CONSEJO DE UN SAMURÁI MODERNO: vivir sin complicaciones


CONSEJO DE UN SAMURÁI MODERNO
(Existen cuatro cosas que jamás se recuperan: la piedra arrojada; la palabra dicha; la oportunidad perdida y el tiempo pasado).

Por Baltasar Hernández Gómez


Aunque muy pocas personas lo admitan abiertamente, los ciudadanos modernos están sujetos a una intrincada red de relaciones sociales, culturales, laborales, profesionales y afectivas que regulan su existencia de vida. De esto se desprende que si se requiere estar mejor posicionado en el mundo de la vida [como ha estipulado Jürgen Habermas] es preciso cambiar referentes cognitivos y actitudinales, a fin de enfrentar con decisión y prestancia las situaciones que se presenten en la cotidianeidad.

A continuación expongo un “consejo” que puse en la boca de un samurái moderno, uno de tantos que están compilados en el libro de mi autoría Samurái moderno: vivir sin hacerse haraquiri, editorial Corona Borealis, España, 2009:

Todo mundo desea en lo interno que las bondades de la vida terrenal fueran ecos repetibles, para atesorar instantes de victoria que repliquen siempre éxitos. Las personas ansían que los actos, las palabras y sobre todo triunfos regresen controladamente, sin embargo, esto casi nunca ocurre. Por esto mismo es muy recomendable que cuide la roca que arroje contra otros, ya que el daño no será reparado a posteriori por más palabras de aliento que se digan o masajes que se hagan a los cuerpos adoloridos.

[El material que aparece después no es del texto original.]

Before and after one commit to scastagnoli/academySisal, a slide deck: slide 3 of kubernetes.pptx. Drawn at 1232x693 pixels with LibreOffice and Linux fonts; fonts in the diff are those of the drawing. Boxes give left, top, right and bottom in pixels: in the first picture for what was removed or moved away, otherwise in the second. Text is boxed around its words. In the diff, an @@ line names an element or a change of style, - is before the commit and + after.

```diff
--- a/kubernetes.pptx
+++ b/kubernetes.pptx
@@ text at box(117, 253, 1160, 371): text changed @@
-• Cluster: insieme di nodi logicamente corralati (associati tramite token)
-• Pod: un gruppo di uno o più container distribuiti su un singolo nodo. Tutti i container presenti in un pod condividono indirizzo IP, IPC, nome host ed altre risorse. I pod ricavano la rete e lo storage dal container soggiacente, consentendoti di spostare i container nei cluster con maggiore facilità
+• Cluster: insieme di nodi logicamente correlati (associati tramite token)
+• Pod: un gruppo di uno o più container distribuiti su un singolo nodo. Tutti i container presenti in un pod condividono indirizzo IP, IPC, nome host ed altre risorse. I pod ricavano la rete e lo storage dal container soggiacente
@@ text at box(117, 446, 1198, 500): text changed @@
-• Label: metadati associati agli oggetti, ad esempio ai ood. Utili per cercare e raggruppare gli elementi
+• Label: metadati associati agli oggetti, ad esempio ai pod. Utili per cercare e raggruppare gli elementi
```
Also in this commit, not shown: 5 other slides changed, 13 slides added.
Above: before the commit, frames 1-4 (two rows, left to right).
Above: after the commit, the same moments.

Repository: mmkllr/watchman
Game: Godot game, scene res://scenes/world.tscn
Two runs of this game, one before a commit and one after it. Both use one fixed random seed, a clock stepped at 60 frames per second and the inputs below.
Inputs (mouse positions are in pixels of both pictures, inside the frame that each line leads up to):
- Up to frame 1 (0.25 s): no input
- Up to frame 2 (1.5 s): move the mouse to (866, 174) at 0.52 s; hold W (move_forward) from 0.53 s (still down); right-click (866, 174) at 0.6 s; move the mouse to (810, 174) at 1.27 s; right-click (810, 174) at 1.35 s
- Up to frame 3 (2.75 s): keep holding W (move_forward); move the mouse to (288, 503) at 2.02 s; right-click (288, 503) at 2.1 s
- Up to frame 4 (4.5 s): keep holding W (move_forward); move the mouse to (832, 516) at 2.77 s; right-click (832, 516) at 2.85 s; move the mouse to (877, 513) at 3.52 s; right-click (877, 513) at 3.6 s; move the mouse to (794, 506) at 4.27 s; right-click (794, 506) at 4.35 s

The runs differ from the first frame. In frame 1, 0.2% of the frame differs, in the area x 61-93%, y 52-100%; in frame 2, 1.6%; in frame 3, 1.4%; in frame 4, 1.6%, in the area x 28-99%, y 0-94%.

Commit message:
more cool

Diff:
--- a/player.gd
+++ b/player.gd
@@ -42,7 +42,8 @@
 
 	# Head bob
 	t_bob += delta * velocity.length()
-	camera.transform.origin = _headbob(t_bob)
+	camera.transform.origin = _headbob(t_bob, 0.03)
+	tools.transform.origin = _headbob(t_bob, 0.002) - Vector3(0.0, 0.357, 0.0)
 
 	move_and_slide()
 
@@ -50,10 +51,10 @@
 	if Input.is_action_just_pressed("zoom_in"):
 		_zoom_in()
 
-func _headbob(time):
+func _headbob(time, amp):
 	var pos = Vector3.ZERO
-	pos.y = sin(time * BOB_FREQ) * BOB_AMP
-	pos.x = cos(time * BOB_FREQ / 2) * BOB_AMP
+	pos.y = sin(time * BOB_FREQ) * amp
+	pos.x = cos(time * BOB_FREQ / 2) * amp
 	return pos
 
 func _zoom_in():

Una palabra bien dicha es semilla que germina en campo fértil, trayendo cosechas positivas para el sembrador. Por el contrario, una palabra lanzada con dolo puede ser tumba donde la putrefacción devorará -más temprano que tarde- al que la emite, en virtud de que lo malo que digas puede revertirse en proporción desmedida. Cuide la intencionalidad de sus mensajes hablados o escritos, porque son armas letales que pueden volverse en su contra.

Por otra parte, no deje escapar las oportunidades, ya que jamás vuelven por el mismo camino. Cuando se presente una oportunidad analícela, pero no tarde mucho en tomar decisiones, ya que no por mucho pensar se va a detener el destino. Lo que se recomienda es partir de una base racional, pero abriendo los espacios para la intuición y el sentido común que mucho ayudan a definir futuras actuaciones.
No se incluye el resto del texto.